Strategies to optimize such software will differ based on whether we have the ability to meddle with its code, and how tightly it’s boxed.

Overcoming performance challenges in software libraries and frameworks

Factors Affecting Performance

There can be many, but common factors are inefficient algorithms, excessive memory usage, slow I/O operations, poor threading, and API inefficiencies.

Performance Metrics

We measure performance via key metrics like response time, throughput, CPU usage, memory footprint, and network latency.

Types of Performance Solutions

Some mature practices to improve software performance are:

Optimization – tuning code to suit your needs;
Caching – reducing access to slower storage layers to speed up data retrieval;
Refactoring – improving the quality of code by bug fixing, removing redundancy, and making it more readable, structured, and maintainable;
Scaling – adding more computing resources when demand increases, distributing the load across multiple servers, delegating tasks to other software, continuous monitoring etc.

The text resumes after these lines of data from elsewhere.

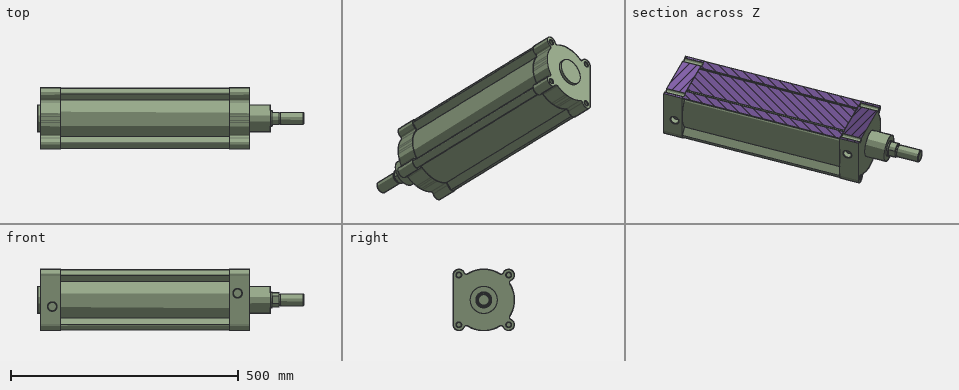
import cadquery as cq
import math


total_length = 585.0
spigot_length = 6.0
cap_length = 44.5
front_cap_end = 465.5
nose_end = 511.0
collar_end = 515.0
shoulder_end = 530.5
thread_start = 534.0
rear_cap_end = spigot_length + cap_length
front_cap_start = front_cap_end - cap_length

cap_width = 135.0
cap_disc_radius = 68.0
flat_blend_radius = 38.0
lobe_radius = 13.0
lobe_offset = cap_width / 2 - lobe_radius
notch_fillet = 4.5
bolt_hole_radius = 5.0
hole_chamfer = 1.0
spigot_radius = 30.0
nose_radius = spigot_radius
collar_radius = 17.5

port_radius = 9.5
port_depth = 14.0
port_height = 14.5
port_distance = 26.5

barrel_width = 133.5
barrel_radius = barrel_width / 2
rail_corner_radius = 13.0
rail_width = math.sqrt(2) * rail_corner_radius

rod_radius = 16.0
flat_gap = 1.0
rod_flat_width = 27.0
relief_radius = 12.0
thread_radius = 13.5
thread_chamfer = 2.0


def cylinder_x(start, end, radius, y=0, z=0):
    return cq.Workplane("YZ", origin=(start, y, z)).circle(radius).extrude(end - start)


def box_x(start, end, width, height):
    return cq.Workplane("YZ", origin=(start, 0, 0)).rect(width, height).extrude(end - start)


def corner_points(offset):
    return [(y, z) for y in (-offset, offset) for z in (-offset, offset)]


def polar(radius, angle):
    return (radius * math.cos(angle), radius * math.sin(angle))


def turned(point, angle):
    y, z = point
    return (y * math.cos(angle) - z * math.sin(angle), y * math.sin(angle) + z * math.cos(angle))


def make_cap_disc(start):
    """Disc with a narrow flat at each side, blended into the round rim by tangent arcs."""
    blend_y = cap_width / 2 - flat_blend_radius
    flat_half = math.sqrt((cap_disc_radius - flat_blend_radius) ** 2 - blend_y**2)
    blend_angle = math.atan2(flat_half, blend_y)
    blend_mid_y, blend_mid_z = polar(flat_blend_radius, blend_angle / 2)

    flat_corner = (cap_width / 2, flat_half)
    blend_mid = (blend_y + blend_mid_y, flat_half + blend_mid_z)
    rim_start = polar(cap_disc_radius, blend_angle)
    rim_mid = polar(cap_disc_radius, math.pi / 4)
    quarter_turn = math.pi / 2

    outline = cq.Workplane("YZ", origin=(start, 0, 0)).moveTo(cap_width / 2, -flat_half)
    for quarter in range(4):
        def place(point):
            return turned(point, quarter * quarter_turn)

        def mirrored(point):
            return place((point[1], point[0]))

        outline = outline.lineTo(*place(flat_corner))
        outline = outline.threePointArc(place(blend_mid), place(rim_start))
        outline = outline.threePointArc(place(rim_mid), mirrored(rim_start))
        outline = outline.threePointArc(mirrored(blend_mid), mirrored(flat_corner))
    return outline.close().extrude(cap_length)


def is_notch(edge):
    """True for the inner corners where a lobe meets the round rim."""
    distances = sorted((abs(edge.Center().y), abs(edge.Center().z)))
    return lobe_offset / 2 < distances[0] and distances[1] < lobe_offset


def make_cap_plate(start):
    """Disc with four bolt lobes, filled out to a flat face on the -Y side."""
    end = start + cap_length
    plate = make_cap_disc(start)
    for y, z in corner_points(lobe_offset):
        plate = plate.union(cylinder_x(start, end, lobe_radius, y, z))
    fill_depth = 1.5 * lobe_radius
    fill_middle = (fill_depth - cap_width) / 2
    side_fill = box_x(start, end, fill_depth, 2 * lobe_offset).translate((0, fill_middle, 0))
    plate = plate.union(side_fill)
    return plate.newObject(plate.edges("|X").filter(is_notch).vals()).fillet(notch_fillet)


def chamfered_drill(origin, direction, radius, depth):
    """Cutter for a hole entering at origin along direction, with a chamfered mouth."""
    plane = cq.Plane(origin=origin, normal=direction)
    hole = cq.Workplane(plane).circle(radius).extrude(depth)
    mouth = cq.Solid.makeCone(radius + hole_chamfer, radius, hole_chamfer, plane.origin, plane.zDir)
    return hole.union(cq.Workplane(mouth))


def drill_cap(plate, outer_face, inward, port_z):
    """Cut the bolt holes, in from the outer face, and the air port in the flat side.

    inward is the X direction, 1 or -1, that leads from the outer face to the barrel.
    """
    for y, z in corner_points(lobe_offset):
        plate = plate.cut(chamfered_drill((outer_face, y, z), (inward, 0, 0), bolt_hole_radius, cap_length))
    port_mouth = (outer_face + inward * port_distance, -cap_width / 2, port_z)
    return plate.cut(chamfered_drill(port_mouth, (0, 1, 0), port_radius, port_depth))


def make_rear_cap():
    cap = drill_cap(make_cap_plate(spigot_length), spigot_length, 1, -port_height)
    return cap.union(cylinder_x(0, spigot_length, spigot_radius))


def make_front_cap():
    """Cap with its nose and collar, bored through for the piston rod."""
    cap = drill_cap(make_cap_plate(front_cap_start), front_cap_end, -1, port_height)
    cap = cap.union(cylinder_x(front_cap_end, nose_end, nose_radius))
    cap = cap.union(cylinder_x(nose_end, collar_end, collar_radius))
    return cap.cut(cylinder_x(front_cap_start, collar_end, rod_radius))


def make_barrel():
    """Round body with four corner rails: diagonal ribs that end in a rounded square corner."""
    envelope = box_x(rear_cap_end, front_cap_start, barrel_width, barrel_width)
    envelope = envelope.edges("|X").fillet(rail_corner_radius)
    cross_length = 2 * barrel_width
    ribs = box_x(rear_cap_end, front_cap_start, cross_length, rail_width)
    ribs = ribs.union(box_x(rear_cap_end, front_cap_start, rail_width, cross_length))
    rails = ribs.rotate((0, 0, 0), (1, 0, 0), 45).intersect(envelope)
    return rails.union(cylinder_x(rear_cap_end, front_cap_start, barrel_radius))


def make_rod():
    """Rod with two wrench flats, a relief groove and a chamfered thread end."""
    shank = cylinder_x(front_cap_start, shoulder_end, rod_radius)
    flat_start = collar_end + flat_gap
    flat_body = box_x(flat_start, shoulder_end, rod_flat_width, 2 * rod_radius)
    shank = shank.cut(cylinder_x(flat_start, shoulder_end, rod_radius).cut(flat_body))
    relief = cylinder_x(shoulder_end, thread_start, relief_radius)
    thread = cylinder_x(thread_start, total_length, thread_radius).faces(">X").chamfer(thread_chamfer)
    return shank.union(relief).union(thread)


rear_cap = make_rear_cap()
barrel = make_barrel()
front_cap = make_front_cap()
rod = make_rod()
result = cq.Compound.makeCompound([rear_cap.val(), barrel.val(), front_cap.val(), rod.val()])
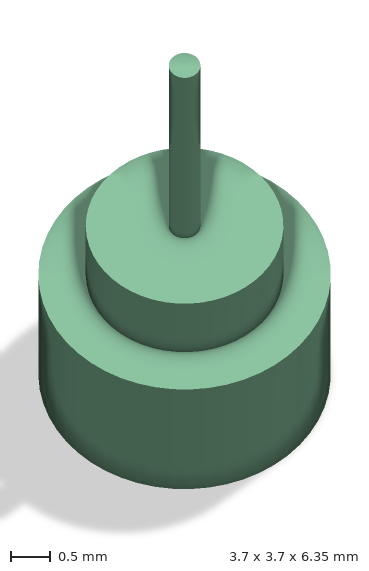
import cadquery as cq

total_height = 6.35

base_diameter = 3.7
base_height = 2.05

neck_diameter = 2.5
neck_height = 1.0

pin_diameter = 0.4
pin_height = total_height - base_height - neck_height


def add_cylinder(body, diameter, height):
    """Stack a centred cylinder on the top face of the body."""
    return body.faces(">Z").workplane().circle(diameter / 2).extrude(height)


result = cq.Workplane("XY").circle(base_diameter / 2).extrude(base_height)
result = add_cylinder(result, neck_diameter, neck_height)
result = add_cylinder(result, pin_diameter, pin_height)

The broader impact of performance improvement comes as better user experience, increased efficiency and profits.

We encourage developers to proactively monitor, test, and optimize for long-term performance.

Case Study – Optimizing an OPEN SOURCE library

Lets take Apache PDFBox as an example.

We chose PDFBox because PDF processing and Digital signatures in PDF are quite prevalent now. Typical uses are online payments, data analytics, and academic research. A lot of data science/analytics reports reside in PDF files. Most contracts, agreements and legal procedures are being done online.

Hence the need to create, read, process, sign and reproduce PDF files.

When we first run our PDFBox-based interactive digital signature program, it loads a huge PDF ( legal agreements generally have many pages), takes signatures and some more information from the user, and then creates a signature dictionary within the PDF to store the signatures.

Finally it creates a whole new document with the original content + signature(s) + purpose of signature + signatories’ details.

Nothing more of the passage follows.